Chemical characterization of laboratory-generated tar ball particles
Ádám Tóth1, András Hoffer2, Mihály Pósfai1, Tibor Ajtai3, Zoltán Kónya4,5, Marianne Blazsó6, Zsuzsanna Czégény6, Gyula Kiss2, Zoltán Bozóki3, and András Gelencsér1,2 1Department of Earth and Environmental Sciences, University of Pannonia, Veszprém, P.O. Box 158, 8201, Hungary
2MTA-PE Air Chemistry Research Group, Veszprém, P.O. Box 158, 8201, Hungary
3MTA-SZTE Research Group on Photoacoustic Spectroscopy, Szeged, Dóm tér 9, 6720, Hungary
4Department of Applied and Environmental Chemistry, University of Szeged, Szeged, Rerrich Béla tér 1, 6720, Hungary
5MTA-SZTE Reaction Kinetics and Surface Chemistry Research Group, Szeged, Rerrich Béla tér 1, 6720, Hungary
6MTA-TTK Institute of Materials and Environmental Chemistry, Budapest, P.O. Box 286, 1519, Hungary
Abstract. The chemical properties of tar ball (TB) particles generated from dry distillate (wood tars) of three different wood species in the laboratory were investigated by analytical techniques that had never been used before, for their characterization. The elemental composition of TB particles from three tree species were very similar to one another and to those characteristic for atmospheric tar balls (TBs) collected from savanna fire during the SAFARI 2000 sampling campaign. The O / C and H / C molar ratios of the generated TBs were at the upper limit characteristic for soot particles. The FT-IR spectra of the generated TBs were very similar to one another as well and also showed some similarity with those of atmospheric humic-like substances (HULIS). The FT-IR measurements indicated that laboratory-generated TBs have a higher proportion of aromatic structure than HULIS and the oxygen atoms of TBs are mainly found in hydroxyl and keto functional groups. Whereas the starting materials of the TBs (wood tars) were Raman inactive in the range of 1000–1800 cm−1, the Raman spectra of TBs were dominated by two pronounced bands with intensity maxima near 1580 (G band) and 1350 cm−1 (D band), indicating the presence of sp2-hybridised carbon structures and disorder in them, respectively. In the Py-GC-MS chromatograms of the laboratory-generated TBs mostly aromatic compounds (aromatic hydrocarbons, oxygenated aromatics and heterocyclic aromatics) were identified in accordance with the results of Raman and FT-IR spectroscopy. According to OC / EC analysis using EUSAAR_2 long thermal protocol, 22 % of the total carbon content of laboratory-generated TBs was identified as elemental carbon (EC), contrary to expectations based on the current understanding that negligible if any EC is present in this sub-fraction of the brown carbon family. Our results suggest that spherical atmospheric TBs with high C / O molar ratios are closer to BC in many of their properties than to weakly absorbing HULIS.
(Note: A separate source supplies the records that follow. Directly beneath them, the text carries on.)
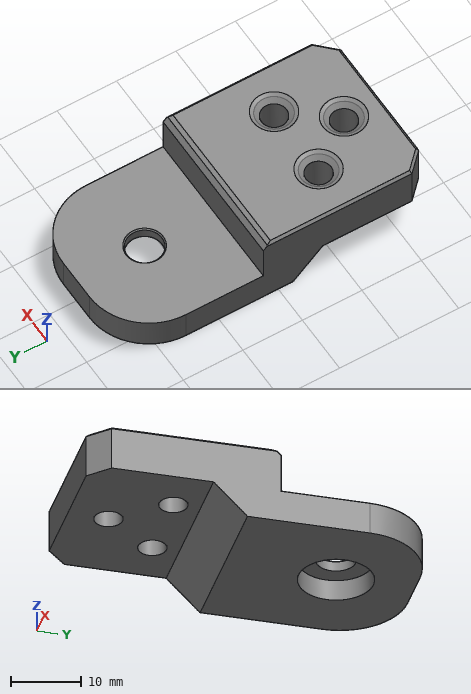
import cadquery as cq

WIDTH = 27.0
LENGTH = 51.0
HEIGHT = 12.0
BACK_Y = LENGTH / 2
FRONT_Y = -LENGTH / 2

TONGUE_THICKNESS = 5.0
PAD_LENGTH = 28.0
RAMP_TOP_Y = FRONT_Y + 18.0
RAMP_BOTTOM_Y = RAMP_TOP_Y + TONGUE_THICKNESS
STEP_Y = FRONT_Y + PAD_LENGTH
TONGUE_RADIUS = 10.0
PAD_CORNER_CHAMFER = 3.0
STEP_CHAMFER = 1.0
TOP_EDGE_CHAMFER = 0.4

PIVOT_Y = BACK_Y - 11.5
PIVOT_DIAMETER = 5.8
PIVOT_CHAMFER = 0.2
COUNTERBORE_DIAMETER = 11.0
PIVOT_WALL = 1.75
COUNTERBORE_DEPTH = TONGUE_THICKNESS - PIVOT_WALL

SCREW_DIAMETER = 4.2
SINK_MIDDLE_DIAMETER = 5.8
SINK_OUTER_DIAMETER = 7.05
SINK_MIDDLE_DEPTH = 0.3
SINK_DEPTH = 0.95
SCREW_PAIR_SPACING = 12.0
SCREW_PAIR_Y = FRONT_Y + 14.0
SCREW_FRONT_Y = FRONT_Y + 6.0
SCREW_CENTERS = [
    (-SCREW_PAIR_SPACING / 2, SCREW_PAIR_Y),
    (SCREW_PAIR_SPACING / 2, SCREW_PAIR_Y),
    (0, SCREW_FRONT_Y),
]


def stepped_body():
    """Extrude the side profile across the width, then trim its corners and edges."""
    profile = [
        (FRONT_Y, TONGUE_THICKNESS),
        (RAMP_TOP_Y, TONGUE_THICKNESS),
        (RAMP_BOTTOM_Y, 0),
        (BACK_Y, 0),
        (BACK_Y, TONGUE_THICKNESS),
        (STEP_Y, TONGUE_THICKNESS),
        (STEP_Y, HEIGHT - STEP_CHAMFER),
        (STEP_Y - STEP_CHAMFER, HEIGHT),
        (FRONT_Y, HEIGHT),
    ]
    body = cq.Workplane("YZ").polyline(profile).close().extrude(WIDTH / 2, both=True)
    body = body.faces(">Y").edges("|Z").fillet(TONGUE_RADIUS)
    body = body.faces("<Y").edges("|Z").chamfer(PAD_CORNER_CHAMFER)
    return body.faces(">Z").edges().chamfer(TOP_EDGE_CHAMFER)


def pivot_cutter():
    """Bore, rim chamfer and lower counterbore, revolved about the pivot axis."""
    bore = PIVOT_DIAMETER / 2
    counterbore = COUNTERBORE_DIAMETER / 2
    half_section = [
        (0, 0),
        (counterbore, 0),
        (counterbore, COUNTERBORE_DEPTH),
        (bore, COUNTERBORE_DEPTH),
        (bore, TONGUE_THICKNESS - PIVOT_CHAMFER),
        (bore + PIVOT_CHAMFER, TONGUE_THICKNESS),
        (0, TONGUE_THICKNESS),
    ]
    cutter = cq.Workplane("XZ").polyline(half_section).close().revolve(360, (0, 0), (0, 1))
    return cutter.translate((0, PIVOT_Y, 0))


def screw_cutter(x, y):
    """Through hole with a shallow outer cone leading into a steeper inner one."""
    half_section = [
        (0, 0),
        (SCREW_DIAMETER / 2, 0),
        (SCREW_DIAMETER / 2, HEIGHT - SINK_DEPTH),
        (SINK_MIDDLE_DIAMETER / 2, HEIGHT - SINK_MIDDLE_DEPTH),
        (SINK_OUTER_DIAMETER / 2, HEIGHT),
        (0, HEIGHT),
    ]
    cutter = cq.Workplane("XZ").polyline(half_section).close().revolve(360, (0, 0), (0, 1))
    return cutter.translate((x, y, 0))


result = stepped_body().cut(pivot_cutter())
for screw_x, screw_y in SCREW_CENTERS:
    result = result.cut(screw_cutter(screw_x, screw_y))

Citation: Tóth, Á., Hoffer, A., Pósfai, M., Ajtai, T., Kónya, Z., Blazsó, M., Czégény, Z., Kiss, G., Bozóki, Z., and Gelencsér, A.: Chemical characterization of laboratory-generated tar ball particles, Atmos. Chem. Phys. Discuss., https://doi.org/10.5194/acp-2018-132, in review, 2018.
Ádám Tóth et al.
Ádám Tóth et al.
Ádám Tóth et al.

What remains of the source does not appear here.